Otra cosa es el "alias" que empleen los llamados José. 

Saludos


----------



## Namarne

Yo también opino que es mejor dejar la tilde, pues entiendo que no se trata de que se haya cambiado la pronunciación de ese nombre, sino que se ha extendido una pronunciación familiar o coloquial. 
Pienso que si alguien, por ejemplo, tiene que leer una lista de personas en voz alta a las que no conoce, pronunciará "José Pérez García"... Además, ¿qué pasaría con los nombres de personalidades del pasado, a quien siempre hemos conocido como José Martínez Ruíz, o José de Espronceda, o el mismo san José? (¿Cómo se llamaba el padre de Jesús? Jose. )

EDIT: ¡Felices 1.500, Marta!


----------



## chics

A mí me parece que lo lógico sería que hubiese las dos versiones, según la pronunciación que se busque. Si quieren llamarse Jose, que lo escriban así. Del mismo modo que no escribimos tampoco "José" para leer "Pepe".


----------



## Adolfo Afogutu

Hola:
Me queda una duda: las partidas de nacimiento de estas personas, a las cuales se les conoce como Jose, ¿qué dicen? ¿José o Jose? ¿Hay personas que tengan Jose como nombre "oficial"? Entiendo que si su nombre legal u oficial es Jose, así debería escribirse. Del mismo modo que existen personas que se llaman "Jhon" en vez de "John", recuerdo algún jugador de fútbol llamado así. Seguramente hay muchos más ejemplos.
Saludos
A.A.


----------



## ToñoTorreón

Por acá hay algunos Joses, pero la mayoría somos Josés.


----------



## chics

Adolfo Afogutu said:


> Hola:
> Me queda una duda: las partidas de nacimiento de estas personas, a las cuales se les conoce como Jose, ¿qué dicen? ¿José o Jose? ¿Hay personas que tengan Jose como nombre "oficial"? Entiendo que si su nombre legal u oficial es Jose, así debería escribirse. Del mismo modo que existen personas que se llaman "Jhon" en vez de "John", recuerdo algún jugador de fútbol llamado así. Seguramente hay muchos más ejemplos.
> Saludos
> A.A.


Ésto depende de las leyes de cada país, e incluso del registro de cada ciudad, dentro de un mismo país. En unos sitios puede ser válido y en otros, no.


----------



## De Bezetene

En Colombia y Venezuela, *José* es el nombre de algunas personas, y *Jose* el término cariñoso que se usa para referirse o dirigirse a muchas de esas personas. Se pronuncian distinto. Por tanto, yo opino que hay que distinguirlas mediante el acento ortográfico, aunque en otros lugares no sea así. 

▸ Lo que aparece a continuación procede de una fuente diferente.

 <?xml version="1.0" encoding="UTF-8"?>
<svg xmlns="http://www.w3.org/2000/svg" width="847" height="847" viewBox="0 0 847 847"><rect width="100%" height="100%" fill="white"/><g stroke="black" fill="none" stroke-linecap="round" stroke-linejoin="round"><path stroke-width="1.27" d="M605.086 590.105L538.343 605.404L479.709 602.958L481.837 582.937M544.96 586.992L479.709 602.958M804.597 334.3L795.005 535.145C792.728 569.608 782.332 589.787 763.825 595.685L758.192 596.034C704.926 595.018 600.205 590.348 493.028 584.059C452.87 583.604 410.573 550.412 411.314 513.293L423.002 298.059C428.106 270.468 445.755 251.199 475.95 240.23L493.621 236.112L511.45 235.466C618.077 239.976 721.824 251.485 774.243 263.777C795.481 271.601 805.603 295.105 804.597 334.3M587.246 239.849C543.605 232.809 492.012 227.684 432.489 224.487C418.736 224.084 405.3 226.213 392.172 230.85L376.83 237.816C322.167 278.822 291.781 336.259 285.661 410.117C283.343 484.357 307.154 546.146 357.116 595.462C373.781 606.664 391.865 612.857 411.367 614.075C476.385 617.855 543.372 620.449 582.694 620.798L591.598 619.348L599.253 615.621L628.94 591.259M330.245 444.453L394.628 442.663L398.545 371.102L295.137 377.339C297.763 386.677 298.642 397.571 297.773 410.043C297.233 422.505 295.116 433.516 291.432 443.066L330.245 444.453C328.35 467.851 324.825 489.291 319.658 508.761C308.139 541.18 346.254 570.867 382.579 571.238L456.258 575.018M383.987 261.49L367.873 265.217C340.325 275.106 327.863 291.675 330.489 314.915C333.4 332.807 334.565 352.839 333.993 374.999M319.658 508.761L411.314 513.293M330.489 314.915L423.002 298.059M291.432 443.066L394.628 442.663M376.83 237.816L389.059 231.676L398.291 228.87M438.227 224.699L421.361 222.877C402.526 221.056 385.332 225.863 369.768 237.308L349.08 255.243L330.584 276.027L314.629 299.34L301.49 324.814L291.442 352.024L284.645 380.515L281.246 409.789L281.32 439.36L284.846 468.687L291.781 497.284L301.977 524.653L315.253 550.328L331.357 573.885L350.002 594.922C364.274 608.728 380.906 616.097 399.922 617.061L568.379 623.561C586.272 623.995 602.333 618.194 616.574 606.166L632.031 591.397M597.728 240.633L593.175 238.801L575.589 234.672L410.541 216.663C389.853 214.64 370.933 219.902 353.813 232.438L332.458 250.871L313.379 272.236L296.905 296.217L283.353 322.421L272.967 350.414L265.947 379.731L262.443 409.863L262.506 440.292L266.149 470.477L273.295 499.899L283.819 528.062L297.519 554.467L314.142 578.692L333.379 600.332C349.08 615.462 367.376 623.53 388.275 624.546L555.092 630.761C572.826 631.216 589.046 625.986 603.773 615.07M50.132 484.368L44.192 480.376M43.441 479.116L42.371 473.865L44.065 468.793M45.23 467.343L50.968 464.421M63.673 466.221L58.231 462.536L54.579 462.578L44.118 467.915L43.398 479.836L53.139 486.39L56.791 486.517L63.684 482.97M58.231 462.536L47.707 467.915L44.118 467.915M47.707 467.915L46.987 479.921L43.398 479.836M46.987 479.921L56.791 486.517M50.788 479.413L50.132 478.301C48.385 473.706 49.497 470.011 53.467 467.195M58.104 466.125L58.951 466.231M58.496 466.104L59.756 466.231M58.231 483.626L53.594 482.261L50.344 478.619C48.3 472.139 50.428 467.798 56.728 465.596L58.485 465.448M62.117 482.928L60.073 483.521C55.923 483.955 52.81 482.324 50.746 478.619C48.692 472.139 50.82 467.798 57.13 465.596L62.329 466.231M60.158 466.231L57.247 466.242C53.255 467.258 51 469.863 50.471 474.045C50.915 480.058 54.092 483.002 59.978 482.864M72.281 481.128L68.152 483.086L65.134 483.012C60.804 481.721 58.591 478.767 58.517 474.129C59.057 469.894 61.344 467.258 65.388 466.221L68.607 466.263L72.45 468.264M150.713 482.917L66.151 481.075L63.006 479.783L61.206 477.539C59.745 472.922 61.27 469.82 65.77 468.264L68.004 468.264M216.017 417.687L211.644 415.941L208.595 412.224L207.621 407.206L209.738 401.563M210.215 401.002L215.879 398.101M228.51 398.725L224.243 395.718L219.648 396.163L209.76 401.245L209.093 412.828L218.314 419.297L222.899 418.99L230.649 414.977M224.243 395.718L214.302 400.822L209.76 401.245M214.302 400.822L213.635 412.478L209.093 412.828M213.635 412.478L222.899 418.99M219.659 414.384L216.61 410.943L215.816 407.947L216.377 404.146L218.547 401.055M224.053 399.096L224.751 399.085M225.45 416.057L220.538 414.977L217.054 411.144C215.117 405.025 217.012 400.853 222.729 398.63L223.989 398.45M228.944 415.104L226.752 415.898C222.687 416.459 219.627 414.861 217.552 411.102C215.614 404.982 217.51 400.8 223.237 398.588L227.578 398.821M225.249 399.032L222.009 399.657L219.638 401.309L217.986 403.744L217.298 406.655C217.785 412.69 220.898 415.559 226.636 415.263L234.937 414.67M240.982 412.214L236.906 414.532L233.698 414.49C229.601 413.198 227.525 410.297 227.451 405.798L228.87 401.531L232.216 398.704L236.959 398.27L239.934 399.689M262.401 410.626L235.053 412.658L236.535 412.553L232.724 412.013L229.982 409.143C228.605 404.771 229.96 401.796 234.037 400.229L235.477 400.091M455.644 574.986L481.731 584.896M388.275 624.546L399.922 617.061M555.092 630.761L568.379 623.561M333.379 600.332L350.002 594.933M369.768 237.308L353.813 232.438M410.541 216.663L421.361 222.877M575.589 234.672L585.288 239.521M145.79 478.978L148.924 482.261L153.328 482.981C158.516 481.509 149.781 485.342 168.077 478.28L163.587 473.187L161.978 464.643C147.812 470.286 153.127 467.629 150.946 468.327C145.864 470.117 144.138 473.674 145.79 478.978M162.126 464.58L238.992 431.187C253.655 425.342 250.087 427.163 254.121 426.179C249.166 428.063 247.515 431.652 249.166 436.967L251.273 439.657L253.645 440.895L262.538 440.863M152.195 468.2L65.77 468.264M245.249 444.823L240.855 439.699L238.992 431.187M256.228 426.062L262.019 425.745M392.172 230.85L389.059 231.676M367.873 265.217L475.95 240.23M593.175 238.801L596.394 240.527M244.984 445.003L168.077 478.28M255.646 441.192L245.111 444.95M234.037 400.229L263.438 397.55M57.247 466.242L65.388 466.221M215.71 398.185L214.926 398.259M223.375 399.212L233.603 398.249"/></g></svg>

Las reglas deben ser iguales para todo el mundo hispanohablante.


----------



## Miguelillo 87

Por ejemplo en algunas actas los acentos no aparecen así que mis apellidos CalderÓn AvilÉs en la acta están como Calderon Aviles, pero todos los pronuncian como Calderón no como calderon, 

En los demás estoy de acuerdo puedes escribir Jose o José según lo que quieras expresar pero de ahí a quitarle la é a todos los joses que es lo que Oxalc pregunta ¡Hay un mundo de diferencia!


----------



## Berenguer

**** Respuesta a mensaje borrado 
Y ciñendome a lo lingüístico...José es José y Rubén es Rubén (por mucho que luego se le llame Ruben o Jose) Yo creo que no habría de quitarse.
Y bueno chics...cualquier tramite "burrocrático" es complicado...incluso el de modificar una errata... te lo aseguro.
Un saludo


----------



## Adolfo Afogutu

Berenguer said:
			
		

> Y ciñendome a lo lingüístico...José es José y Rubén es Rubén (por mucho que luego se le llame Ruben o Jose) Yo creo que no habría de quitarse.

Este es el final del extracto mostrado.